The simplest way to use ubsan is to pass --toolchain=clang-usan or --toolchain=gcc-usan to configure. For historical reasons, the toolchain arguments refer to usan, not ubsan. It will not halt the execution by default as asan does. Pass -fno-sanitize-recover as --extra-cflags= to configure to have undefined behavior trigger runtime asserts that stop execution.
The undefined behavior sanitizer adds significant overhead, and makes compilation much slower.
Like the AddressSanitizer, it is possible to integrate it with gdb and break on (some) undefined code. Combined with the fact that ubsan does not abort execution by default, it is quite handy for evaluating a group of issues in a single session.
GDB breakpoints for ubsan
define b_u br __ubsan_handle_add_overflow br __ubsan_handle_mul_overflow br __ubsan_handle_negate_overflow br __ubsan_handle_builtin_unreachable br __ubsan_handle_divrem_overflow br __ubsan_handle_out_of_bounds br __ubsan_handle_float_cast_overflow br __ubsan_handle_shift_out_of_bounds br __ubsan_handle_function_type_mismatch br __ubsan_handle_sub_overflow br __ubsan_handle_load_invalid_value br __ubsan_handle_type_mismatch br __ubsan_handle_missing_return br __ubsan_handle_vla_bound_not_positive end
Using the UndefinedBehaviourSanitizer
After configuring with ubsan and building, run commands like normal; avconv is particularly useful.
./avconv -i yourfile.mp4 -f null -
In addition to the normal output, there is information printed about undefined behavior:
/path/to/libav/libavcodec/h264_mb.c:304:27: runtime error: left shift of negative value -1
The simplest type of fuzzing consists of generating a large number of samples with some bits swapped randomly.

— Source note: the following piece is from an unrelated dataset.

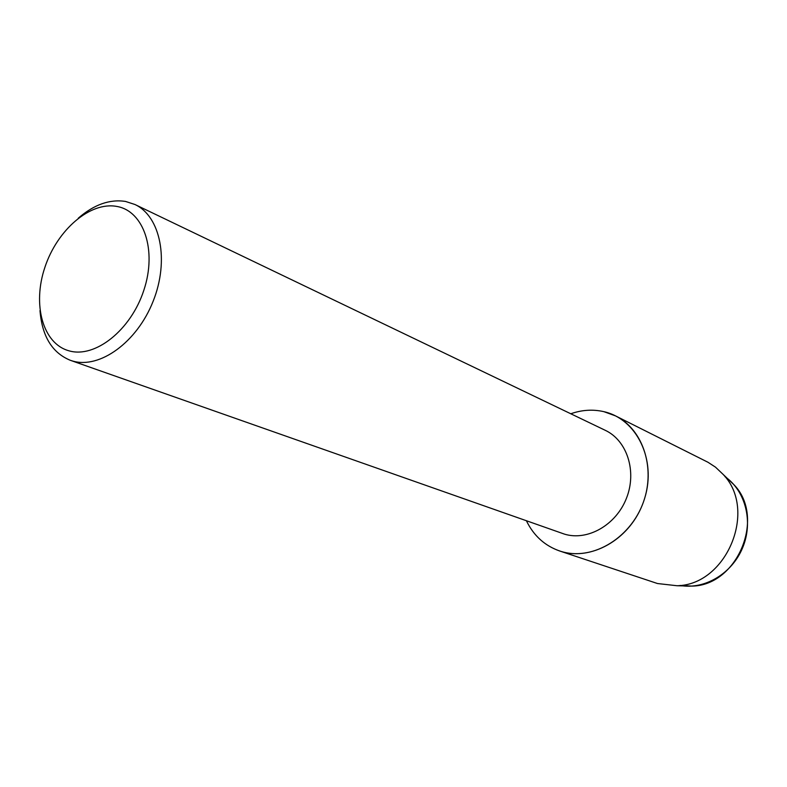 <?xml version="1.0" encoding="UTF-8"?>
<svg xmlns="http://www.w3.org/2000/svg" width="787" height="787" viewBox="0 0 787 787"><rect width="100%" height="100%" fill="white"/><g stroke="black" fill="none" stroke-linecap="round" stroke-linejoin="round"><path stroke-width="1.18" d="M725.043 476.715C745.525 490.842 753.493 521.791 742.643 547.722C731.959 573.723 704.434 589.955 679.968 585.449L692.127 586.099L676.997 585.735L657.499 583.531L559.577 550.959C544.693 545.706 533.645 535.642 526.414 520.797C533.891 536.114 545.371 546.306 560.865 551.372L559.577 550.959M78.297 218.176C93.987 204.59 109.727 199.013 125.497 201.433L134.921 204.492L605.292 430.332C627.101 440.523 637.116 471.492 626.462 498.24C616.064 525.086 587.515 541.23 564.466 534.127L70.328 360.298C52.158 352.842 42.045 336.265 39.989 310.57M603.904 411.67C636.644 418.95 656.722 459.618 644.701 498.181C633.181 536.891 592.926 561.672 560.865 551.372C590.791 560.865 628.272 540.256 642.222 505.215C656.496 470.301 643.756 429.653 615.562 415.91L603.904 411.67C592.945 409.161 581.908 409.86 570.782 413.765C581.908 409.86 592.945 409.161 603.904 411.67M134.921 204.492C160.518 216.277 169.52 260.487 153.111 301.323C137.017 342.266 99.723 369.123 72.611 361.026L70.328 360.298M116.87 206.45C143.736 210.975 157.213 250.246 143.873 290.167C130.927 330.196 95.001 358.538 68.99 350.815C42.764 343.683 32.237 304.608 44.908 267.285C57.215 229.883 90.19 201.334 116.87 206.45M615.562 415.91L707.995 462.274L715.481 467.144L723.145 474.413C757.773 510.025 726.657 585.066 676.997 585.735M727.375 478.447L734.094 484.861C765.721 517.413 737.508 585.469 692.127 586.099M734.094 484.861L723.145 474.413"/></g></svg>

We check if they trigger uncaught issues using the rest of the tools on this page, as potentially invalid input data can trigger branches that would otherwise not be run in Libav, as well as incorrect memory access. The fuzzing project provides good tutorials to use a good number of useful tools.
zzuf is among the easier and faster to use fuzzer.
How to use zzuf
while true; SEED=$RANDOM; do for file in SAMPLES; do zzuf -M -1 -q -U 60 -s $SEED ./avconv -i "$file" -f null - || echo $SEED $file >> fuzz done done
- -M sets the max memory to use (unlimited)
- -q hides the ouput
- -U kills the process after a given time (60s) (useful for exiting out of infinite loops)
Leave this running for a while and magic will happen. When your application crashes zzuf will print the seed and ratio parameters you'll need to reproduce the crash. For example
zzuf[s=5115,r=0.004]: signal 11 (SIGSEGV)
means that the application crashed because of a segfault and by calling zzuf -s 5115 -r 0.004 you will make it crash again.
If you want to debug the application you can't use zzuff directly, but rather you can fuzz the file, dump it and feed it to avconv with your favourite debugger. Using data from the example above
zzuf -s=5115 -r=0.004 cat working_input.file > fuzzed_output.file
Note that sometimes invalid reads/writes do not cause a crash during debugging, so Valgrind might be a good alternative too.
Some errors can be detected by analyzing source code without running it. Static analisys tools are a way to find some bugs, though they suffer from false positives and cannot catch every problem.
clang static analizer
Clang offers scan-build to easily analyze projects by adding an extra phase in the normal build process.
It generates a descriptive html report. However, sometimes the amount of false positives are high enough that it is not always useful.